What does seem clear is that the project’s critics — environmentalists, human rights advocates and economists — have grown more outspoken and organized. In this part of the country, many homeowners have stenciled “Go Away Chinese” on the sides of their houses, and virtually all the re-election posters for Mr. Ortega have been hit with black paint balls.
When he announced the deal in 2013, Mr. Ortega, a left-wing guerrilla turned pro-business politician, promised that the canal would transform Nicaragua and create hundreds of thousands of jobs, eventually doubling the country’s gross domestic product. Many Nicaraguans, eager for a better future, embraced the idea, and many still do.

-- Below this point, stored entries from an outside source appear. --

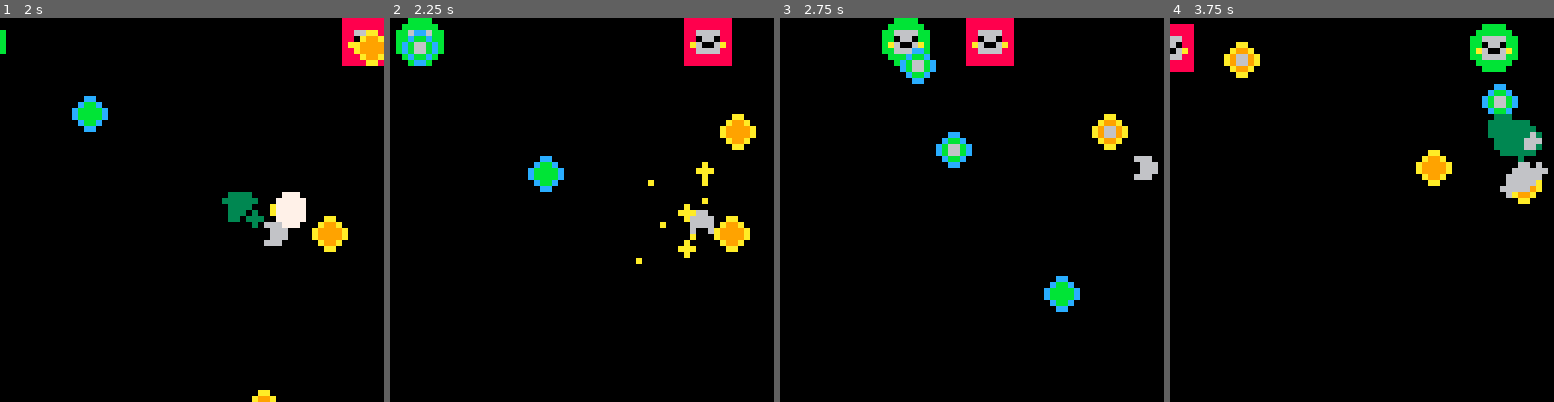
Above: before the commit, frames 1-4 (left to right).
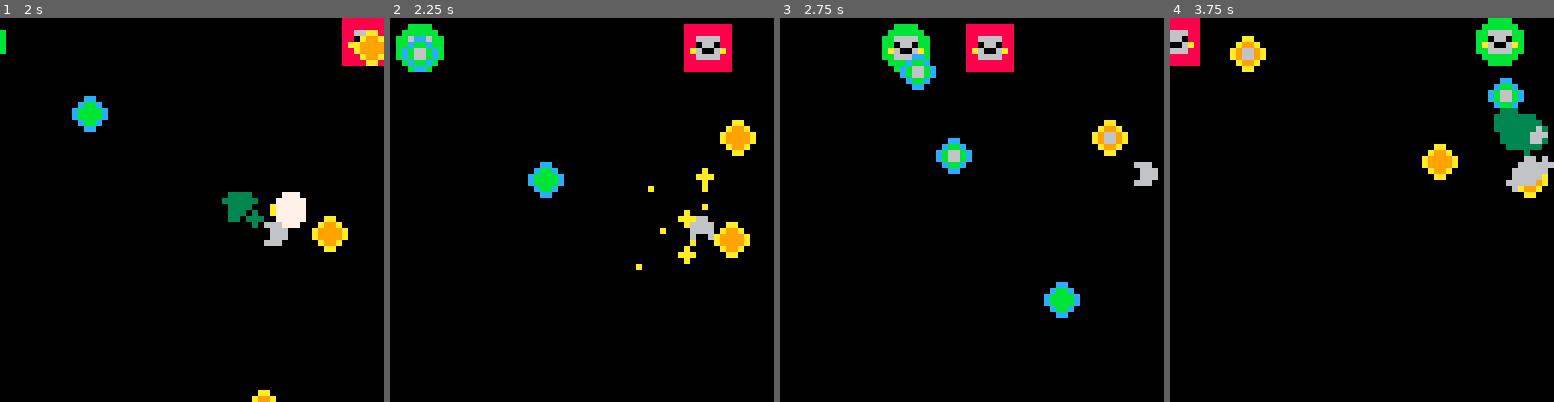
Above: after the commit, the same moments.

Repository: matheusmortatti/LOWREZJAM2020
Game: PICO-8 cartridge template.p8
Same seed, same stepped clock (60 frames per second), same inputs: the game is played once before the commit and once after it.
Inputs:
- Up to frame 1 (2 s): tap X (X key) at 0.33, 1.07, 1.85 s; tap O (Z key) at 0.7, 1.7 s; hold Right from 1.6 s (still down)
- Up to frame 2 (2.25 s): release Right at 2.1 s; tap O (Z key) at 2.1 s; hold Up from 2.15 s (still down)
- Up to frame 3 (2.75 s): release Up at 2.42 s; hold Right from 2.47 s (still down); tap O (Z key) at 2.5 s
- Up to frame 4 (3.75 s): tap O (Z key) at 2.9, 3.3, 3.7 s; tap X (X key) at 2.97 s; release Right at 3.03 s; hold Left 3.08-3.58 s; hold Down from 3.63 s (still down)

Frame 1 is identical in both runs. In frame 2, 4.2% of the frame differs, in the area x 1-96%, y 0-66%; in frame 3, 4.1%; in frame 4, 4.5%, in the area x 0-100%, y 0-49%.

Commit message:
added player death

Diff:
--- a/template.p8
+++ b/template.p8
@@ -857,7 +857,8 @@
     vel=v(0,0),
     t=0,
     draw_order=4,
-    tags={"player"}
+    tags={"player"},
+    health=10
 })
 
 function player:init()
@@ -919,6 +920,19 @@
     vel=v(0,0),
     shtangle=self.a,
     origin=self})
+end
+
+function player:take_hit(dmg)
+  self.health-=dmg
+    shake+=10
+
+    if(self.health <= 0) then
+      self.done = true
+      explode(
+        self.pos.x, self.pos.y,
+        self.hitbox.xr-self.hitbox.xl,
+        self.hitbox.yb-self.hitbox.yt)
+    end
 end
 
 -------------------------------
@@ -1062,7 +1076,7 @@
 			self.done=true
 			self:explode()
 
-      if (e.take_hit) e:take_hit(self.dmg)
+      if (self.hit) self:hit(e)
 		end
 end
 
@@ -1081,6 +1095,12 @@
   shake += 5
 end
 
+function bullet:hit(e)
+  if e.take_hit then
+    e:take_hit(self.dmg)
+  end
+end
+
 -------------------------------
 -- entity: enemy
 -------------------------------
@@ -1101,6 +1121,12 @@
 			sprite=3,
 			collides_with={"player"}
 })
+
+function enemybullet:hit(e)
+  if e:is_a("player") and e.take_hit then
+    e:take_hit(self.dmg)
+  end
+end
 
 -------------------------------
 -- entity: friend
@@ -1132,6 +1158,10 @@
 			10,rnd(3)+1,0.05,0.9,
 			{11,11,11,11,11,11,3,3,3,3,3,5,5,3,3,11,11,11,11,11,12,12,12,12})
 	end
+end
+
+function friendbullet:hit(e)
+
 end
 
 __gfx__

But a growing number say the benefits of the deal are not so clear.
Some question whether the canal would even be commercially viable. Few supertankers and massive container ships now afloat will not be able to pass through the expanded Panama Canal set to open soon. And few ports are big enough to welcome those megaships. In the short term, some experts say, the combination of the Panama and Nicaragua canals would lead to overcapacity and price wars.
There are also concerns about the seismic activity in the area, or the many volcanos. Some analysts point to China’s poor record on environmental matters and Mr. Wang’s inexperience in building anything, let alone a $50 billion (some say $80 billion) canal carving through miles of protected areas that are home to many endangered species, including the jaguar, and legally recognized indigenous lands. The little-known Mr. Wang made his fortune in telecommunications, not in construction.
And then there is the 50-mile trench to be dug on the floor of Lake Nicaragua, the largest body of fresh water in Central America — which many fear could end up contaminating, even killing, the lake.
Economists and human rights activists also object to the powers Mr. Wang has to expropriate land at far less than market rates, saying the terms of Mr. Wang’s concession could discourage anyone else from investing in Nicaragua.